Hi it will be nice if you use java an annotations for this. I think what @sunbiz is saying is you will need to extend the hapi models like so

` @table

Custompatient extends Patient{ }`

then you can add any other annotations you need. You should generally try to avoid xml based configurations if they can be done with annotations.


(Prashadi) #47

@yashdsaraf one more question. If we take patient as example. Will patient representation stored in a single column or will you use columns such as name, age, dateOfBirth and etc to store the patient details separately?


(Lenya Hope Nembi) #48

@enyachoke I tried this approach in my spring-data app for Radiology but got the same error only primitive types and Collections or Maps of primitive types are allowed Full Stack Trace

This is my example model

package com.example.cassandra.model;

import org.hl7.fhir.dstu3.model.ImagingStudy;
import org.springframework.data.cassandra.core.mapping.PrimaryKey;
import org.springframework.data.cassandra.core.mapping.Table;

@Table
public class CustomImagingStudy extends ImagingStudy {

    @PrimaryKey
    private String id;

}


(Yash D. Saraf) #49

@prashadi I created a sample Patient model locally with three fields

@Table
public class Patient {

 @PrimaryKey
 private UUID id;

 private String name;

 private Date birthDate;

getters, setters, constructors...

and attached it to a spring data repository with cassandra configuration’s schema action set to drop all and create only known tables on application startup.
This gave me the following schema,

cqlsh> describe cassandra.patient

CREATE TABLE cassandra.patient (
    id uuid PRIMARY KEY,
    birthdate timestamp,
    name text
) WITH bloom_filter_fp_chance = 0.01
    AND caching = {'keys': 'ALL', 'rows_per_partition': 'NONE'}
    AND comment = ''
    AND compaction = {'class': 'org.apache.cassandra.db.compaction.SizeTieredCompactionStrategy', 'max_threshold': '32', 'min_threshold': '4'}
    AND compression = {'chunk_length_in_kb': '64', 'class': 'org.apache.cassandra.io.compress.LZ4Compressor'}
    AND crc_check_chance = 1.0
    AND dclocal_read_repair_chance = 0.1
    AND default_time_to_live = 0
    AND gc_grace_seconds = 864000
    AND max_index_interval = 2048
    AND memtable_flush_period_in_ms = 0
    AND min_index_interval = 128
    AND read_repair_chance = 0.0
    AND speculative_retry = '99PERCENTILE';

So it seems spring data cassandra treats each field as a separate column.


(Prashadi) #50

Thanks for the information @yashdsaraf. @sunbiz previously thought of storing the entire resource in the single column. For me I just need the format so I can load the data from Cassandra appropriately.

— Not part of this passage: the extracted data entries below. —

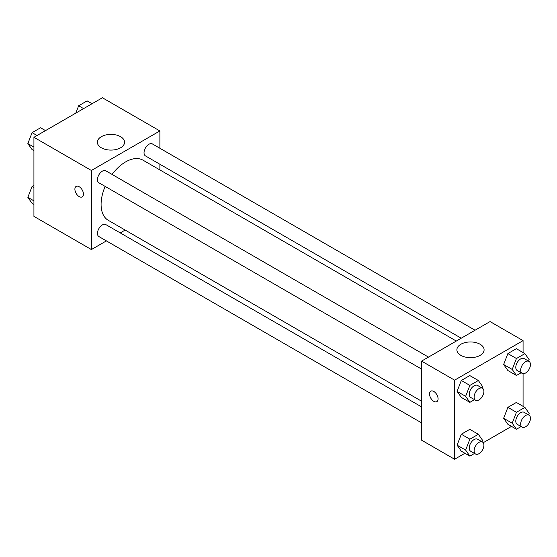 <?xml version="1.0" encoding="UTF-8"?>
<svg xmlns="http://www.w3.org/2000/svg" width="557" height="557" viewBox="0 0 557 557"><rect width="100%" height="100%" fill="white"/><g stroke="black" fill="none" stroke-linecap="round" stroke-linejoin="round"><path stroke-width="0.84" d="M106.394 240.896L91.404 249.557L33.928 216.374L33.928 137.294L102.404 97.76L159.88 130.944L159.88 148.259M125.158 230.069L120.235 232.91M105.169 186.414A34.729 20.052 120 0 0 101.089 204.426A34.729 20.052 120 0 0 108.281 220.321L421.579 401.2M456.301 341.058L143.003 160.172A34.729 20.052 120 0 0 112.082 174.432M159.88 164.231L159.88 169.92M91.404 249.557L91.404 170.477L159.88 130.944M475.058 330.224L152.381 143.929A6.921 3.996 120 0 0 147.055 145.781A6.921 3.996 120 0 0 144.033 152.743A6.921 3.996 120 0 0 145.468 155.911L461.224 338.21M421.579 406.889L105.816 224.582A6.921 3.996 120 0 0 100.483 226.441A6.921 3.996 120 0 0 97.468 233.397A6.921 3.996 120 0 0 98.895 236.565L421.579 422.86M421.579 369.089L98.895 182.793A6.921 3.996 -60 0 1 98.895 174.807A6.921 3.996 -60 0 1 105.816 170.811L428.493 357.107M91.404 170.477L33.928 137.294M101.346 147.793A13.605 7.854 180 0 1 97.364 142.237A13.605 7.854 180 0 1 110.968 134.383A13.605 7.854 180 0 1 124.566 142.237A13.605 7.854 180 0 1 116.169 149.492A13.605 7.854 180 0 1 101.346 147.793M83.453 194.128A6.05 3.495 60 0 1 82.199 196.9A6.05 3.495 60 0 1 76.142 193.404A6.05 3.495 60 0 1 76.142 186.421A6.05 3.495 60 0 1 80.807 188.036A6.05 3.495 60 0 1 83.453 194.128M82.199 196.9A6.05 3.495 60 0 1 76.149 193.404A6.05 3.495 60 0 1 76.149 186.414M464.935 453.273L454.596 459.24L421.579 440.176L421.579 361.103L490.056 321.57L523.072 340.626L523.072 352.567M511.5 426.384L483.211 442.718M507.88 370.523L503.646 364.501L507.88 353.584L516.353 348.689L507.88 353.584L503.646 364.501L507.88 370.523L516.443 375.467L512.203 369.437L516.443 358.52L524.917 353.632L529.15 359.655L528.579 361.124M461.314 451.184L457.081 445.154L461.314 434.237L469.788 429.343L461.314 434.237L457.081 445.154L461.314 451.184L469.871 456.12L465.638 450.098L469.871 439.181L478.345 434.286L482.585 440.315L482.014 441.778M523.072 373.67L523.072 406.338M454.596 459.24L454.596 380.166L523.072 340.626M507.88 424.295L503.646 418.272L507.88 407.355L516.353 402.46L507.88 407.355L503.646 418.272L507.88 424.295L516.443 429.238L512.203 423.209L516.443 412.291L524.917 407.404L529.15 413.426L528.579 414.895M461.314 397.413L457.081 391.383L461.314 380.466L469.788 375.571L461.314 380.466L457.081 391.383L461.314 397.413L469.871 402.356L465.638 396.326L469.871 385.409L478.345 380.515L482.585 386.544L482.014 388.006M454.596 380.166L421.579 361.103M460.876 355.359A13.605 7.854 180 0 1 456.886 349.81A13.605 7.854 180 0 1 470.491 341.956A13.605 7.854 180 0 1 484.096 349.81A13.605 7.854 180 0 1 475.699 357.065A13.605 7.854 180 0 1 460.876 355.359M438.087 398.875A6.05 3.495 60 0 1 436.834 401.646A6.05 3.495 60 0 1 430.777 398.151A6.05 3.495 60 0 1 430.777 391.16A6.05 3.495 60 0 1 435.442 392.782A6.05 3.495 60 0 1 438.087 398.875M436.834 401.646A6.05 3.495 60 0 1 430.784 398.151A6.05 3.495 60 0 1 430.784 391.16M474.529 399.661L469.871 402.356M482.459 388.271L477.572 385.444A6.921 3.996 120 0 0 472.239 387.296A6.921 3.996 120 0 0 469.217 394.259A6.921 3.996 120 0 0 470.651 397.426L475.546 400.246A6.921 3.996 120 0 0 482.459 396.257A6.921 3.996 120 0 0 482.459 388.271A6.921 3.996 120 0 0 477.133 390.123A6.921 3.996 120 0 0 474.111 397.085A6.921 3.996 120 0 0 475.546 400.246M465.638 396.326L457.081 391.383M469.871 385.409L461.314 380.466M478.345 380.515L469.788 375.571M521.094 372.779L516.443 375.467M529.025 361.382L524.137 358.562A6.921 3.996 120 0 0 518.804 360.414A6.921 3.996 120 0 0 515.789 367.376A6.921 3.996 120 0 0 517.216 370.537L522.111 373.364A6.921 3.996 120 0 0 529.025 369.368A6.921 3.996 120 0 0 529.025 361.382A6.921 3.996 120 0 0 523.698 363.234A6.921 3.996 120 0 0 520.677 370.196A6.921 3.996 120 0 0 522.111 373.364M512.203 369.437L503.646 364.501M516.443 358.52L507.88 353.584M524.917 353.632L516.353 348.689M474.529 453.433L469.871 456.12M482.459 442.042L477.572 439.215A6.921 3.996 120 0 0 472.239 441.067A6.921 3.996 120 0 0 469.217 448.03A6.921 3.996 120 0 0 470.651 451.198L475.546 454.018A6.921 3.996 120 0 0 482.459 450.028A6.921 3.996 120 0 0 482.459 442.042A6.921 3.996 120 0 0 477.133 443.894A6.921 3.996 120 0 0 474.111 450.857A6.921 3.996 120 0 0 475.546 454.018M465.638 450.098L457.081 445.154M469.871 439.181L461.314 434.237M478.345 434.286L469.788 429.343M521.094 426.551L516.443 429.238M529.025 415.153L524.137 412.326A6.921 3.996 120 0 0 518.804 414.185A6.921 3.996 120 0 0 515.789 421.148A6.921 3.996 120 0 0 517.216 424.309L522.111 427.135A6.921 3.996 120 0 0 529.025 423.139A6.921 3.996 120 0 0 529.025 415.153A6.921 3.996 120 0 0 523.698 417.005A6.921 3.996 120 0 0 520.677 423.968A6.921 3.996 120 0 0 522.111 427.135M512.203 423.209L503.646 418.272M516.443 412.291L507.88 407.355M524.917 407.404L516.353 402.46M33.928 150.662L32.083 149.596L27.85 143.574L32.083 132.65L40.557 127.762L45.5 130.617M33.928 147.076L27.85 143.574M37.027 135.504L32.083 132.65M75.801 113.12L78.655 105.767L87.129 100.88L92.065 103.727M83.592 108.622L78.655 105.767M33.928 204.433L32.083 203.368L27.85 197.345L32.083 186.421L33.928 185.363M33.928 200.847L27.85 197.345M33.928 187.486L32.083 186.421"/></g></svg>
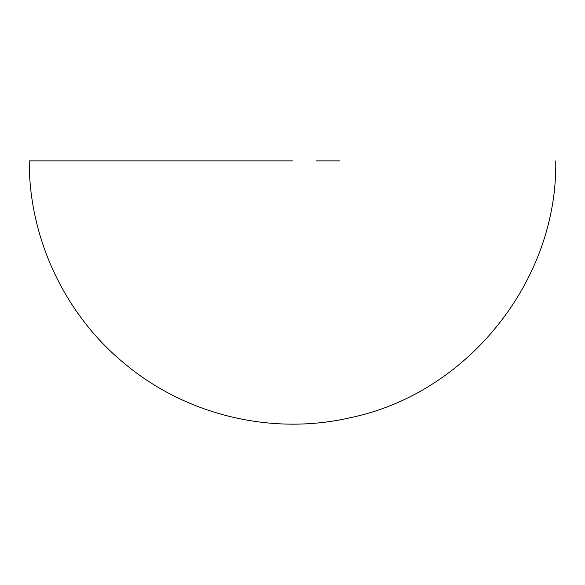 <?xml version="1.0" encoding="UTF-8"?>
<svg xmlns="http://www.w3.org/2000/svg" width="585" height="585" viewBox="0 0 585 585"><rect width="100%" height="100%" fill="white"/><g stroke="black" fill="none" stroke-linecap="round" stroke-linejoin="round"><path stroke-width="0.88" d="M292.5 160.875L29.25 160.875L292.5 160.875M316.163 160.875L339.607 160.875M555.75 160.875C557.893 280.785 467.415 393.712 349.925 417.785C271.82 435.752 186.14 415.182 124.7 363.709C64.825 314.745 28.819 238.234 29.25 160.875"/></g></svg>
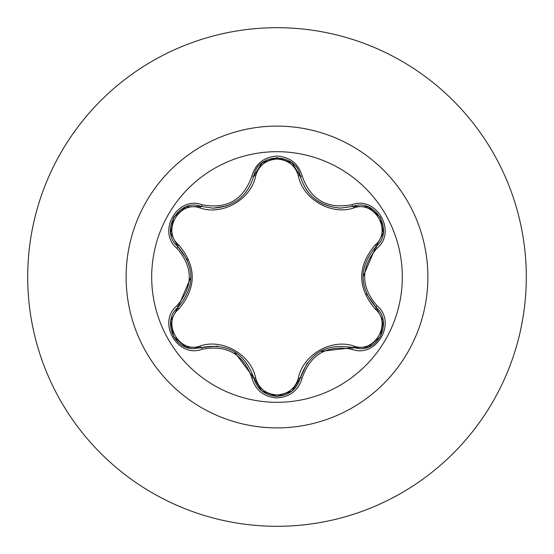 <?xml version="1.0" encoding="UTF-8"?>
<svg xmlns="http://www.w3.org/2000/svg" width="554" height="554" viewBox="0 0 554 554"><rect width="100%" height="100%" fill="white"/><g stroke="black" fill="none" stroke-linecap="round" stroke-linejoin="round"><path stroke-width="0.83" d="M277 402.315A125.315 125.315 0 0 1 151.685 277A125.315 125.315 0 0 1 277 151.685A125.315 125.315 0 0 1 402.315 277A125.315 125.315 0 0 1 277 402.315M351.838 349.283C327.075 344.643 310.524 354.2 302.179 377.953C298.523 390.321 290.13 396.976 277 397.917C263.884 396.948 255.505 390.286 251.869 377.932C243.511 354.124 226.939 344.553 202.162 349.228C177.592 358.583 156.623 322.248 176.982 305.669C193.381 286.543 193.381 267.43 176.982 248.331C156.609 231.711 177.64 195.403 202.162 204.772C226.96 209.433 243.525 199.869 251.869 176.068C255.505 163.714 263.884 157.052 277 156.083C290.13 157.024 298.523 163.679 302.179 176.047C310.545 199.814 327.095 209.37 351.838 204.717C376.415 195.389 397.343 231.752 376.976 248.303C360.536 267.443 360.536 286.577 376.976 305.697C397.356 322.296 376.374 358.625 351.838 349.283A2.119 0.492 -73.4 0 1 352.843 347.635L320.032 351.465M200.008 207.972A2.119 0.665 106.7 0 1 201.157 206.42L213.151 208.179L201.157 206.42C178.61 197.84 159.206 231.337 177.91 246.634A2.119 0.665 133.4 0 1 178.679 244.868C196.739 266.349 196.739 287.775 178.679 309.132C161.602 322.982 179.538 353.93 200.008 346.028C222.68 338.169 251.246 354.761 255.713 378.195C258.753 388.493 265.851 394.081 277 394.947C288.17 394.102 295.282 388.527 298.336 378.216C302.886 354.685 331.486 338.272 353.985 346.084C374.525 353.944 392.357 322.94 375.28 309.16C357.178 287.658 357.178 266.218 375.28 244.84C392.364 231.004 374.469 200.042 353.985 207.916C331.334 215.741 302.823 199.177 298.336 175.784C295.275 165.473 288.17 159.898 277 159.053C265.844 159.919 258.753 165.507 255.713 175.805C251.184 199.378 222.535 215.818 200.008 207.972C179.482 200.084 161.616 231.066 178.679 244.868M298.336 175.784A2.119 0.665 166.6 0 1 300.247 176.006C306.147 195.811 319.693 206.51 340.89 208.117C319.866 206.67 306.32 195.971 300.247 176.006C296.383 152.191 257.672 152.177 253.801 176.027C247.776 195.998 234.224 206.718 213.151 208.179L226.884 205.859M187.501 260.276L177.91 246.634C195.174 266.862 195.174 287.104 177.91 307.366C162.087 320.357 173.534 349.872 194.302 348.584L201.157 347.58C227.341 342.718 244.889 352.85 253.801 377.973C257.167 389.33 264.909 395.459 277.028 396.345C289.133 395.459 296.868 389.344 300.247 377.994C309.132 352.933 326.666 342.808 352.843 347.635L359.671 348.632C380.432 349.934 391.907 320.399 376.048 307.394C358.743 287.145 358.743 266.883 376.048 246.606L362.932 276.958M277 27.7A249.3 249.3 0 0 1 526.3 277A249.3 249.3 0 0 1 277 526.3A249.3 249.3 0 0 1 27.7 277A249.3 249.3 0 0 1 277 27.7A249.3 249.3 0 0 0 27.7 277A249.3 249.3 0 0 0 277 526.3A249.3 249.3 0 0 1 27.7 277A249.3 249.3 0 0 1 277 27.7M176.982 305.669A2.119 0.492 46.6 0 1 177.91 307.366A2.119 0.665 -133.4 0 0 178.679 309.132M217.784 346.077L201.157 347.58A2.119 0.665 73.3 0 1 200.008 346.028M251.869 377.932A2.119 0.492 -13.3 0 1 253.801 377.973L234.072 351.437M261.848 390.895L253.801 377.973A2.119 0.665 166.7 0 0 255.713 378.195M277.028 396.345L262.028 391.048M307.262 362.87L300.247 377.994A2.119 0.665 13.4 0 1 298.336 378.216M368.057 347.109L352.843 347.635A2.119 0.665 106.6 0 0 353.985 346.084M375.28 309.16A2.119 0.665 133.3 0 0 376.048 307.394A2.119 0.492 -46.7 0 1 376.976 305.697M375.28 244.84A2.119 0.665 -133.3 0 1 376.048 246.606C394.753 231.371 375.439 197.82 352.843 206.365L340.89 208.117L352.843 206.365A2.119 0.492 -106.6 0 1 351.838 204.717M366.423 293.717L376.048 307.394L383.229 320.911M353.985 207.916A2.119 0.665 73.4 0 0 352.843 206.365L368.14 206.919M255.713 175.805A2.119 0.665 13.3 0 0 253.801 176.027A2.119 0.492 -166.7 0 1 251.869 176.068M253.85 175.805L262.104 162.897L276.896 157.655M170.757 320.808L177.91 307.366L190.998 277.042M202.162 349.228A2.119 0.492 -106.7 0 0 201.157 347.58L185.853 347.039M302.179 377.953A2.119 0.492 -166.6 0 0 300.247 377.994L292.117 390.965M383.216 233.179L376.048 246.606A2.119 0.492 46.7 0 0 376.976 248.303M292.187 163.084L300.247 176.006A2.119 0.492 -13.4 0 0 302.179 176.047M185.943 206.926L201.157 206.42A2.119 0.492 -73.3 0 0 202.162 204.772M176.982 248.331A2.119 0.492 -46.6 0 0 177.91 246.634L170.743 233.109M277 126.111A150.889 150.889 0 0 1 427.889 277A150.889 150.889 0 0 1 277 427.889A150.889 150.889 0 0 1 126.111 277A150.889 150.889 0 0 1 277 126.111M185.604 346.942L173.631 336.652L170.701 321.14M291.91 391.138L277 396.345L262.111 391.11M383.271 321.175L380.342 336.693L368.375 346.984M368.389 207.016L380.356 217.327L383.271 232.839M300.247 176.006L300.808 178.104M262.125 162.876L277.028 157.655L291.923 162.876M253.801 176.027L261.917 163.049M170.701 232.846L173.644 217.327L185.625 207.051"/></g></svg>

(Saptarshi Purkayastha) #51

No, I didnt mean using the XML configuration. I dont see any repo for this work, so that I can point out how to solve this.


(Yash D. Saraf) #52

@sunbiz I was trying cassandra out on a sample spring boot app, here’s the link. When you run it, it’ll throw an error showing Unconfigured table Patient. I was able to solve this by annotating a subclass of HAPI’s Patient model with @Table (I haven’t pushed that yet). But it still throws an error of missing primary key attribute which needs either @PrimaryKey or @Id annotation to be applied on a field (I tried to apply them on overridden getter/setter, that didn’t seem to work though).

PS: That repo also has a custom converter for BooleanType to Boolean and vice versa.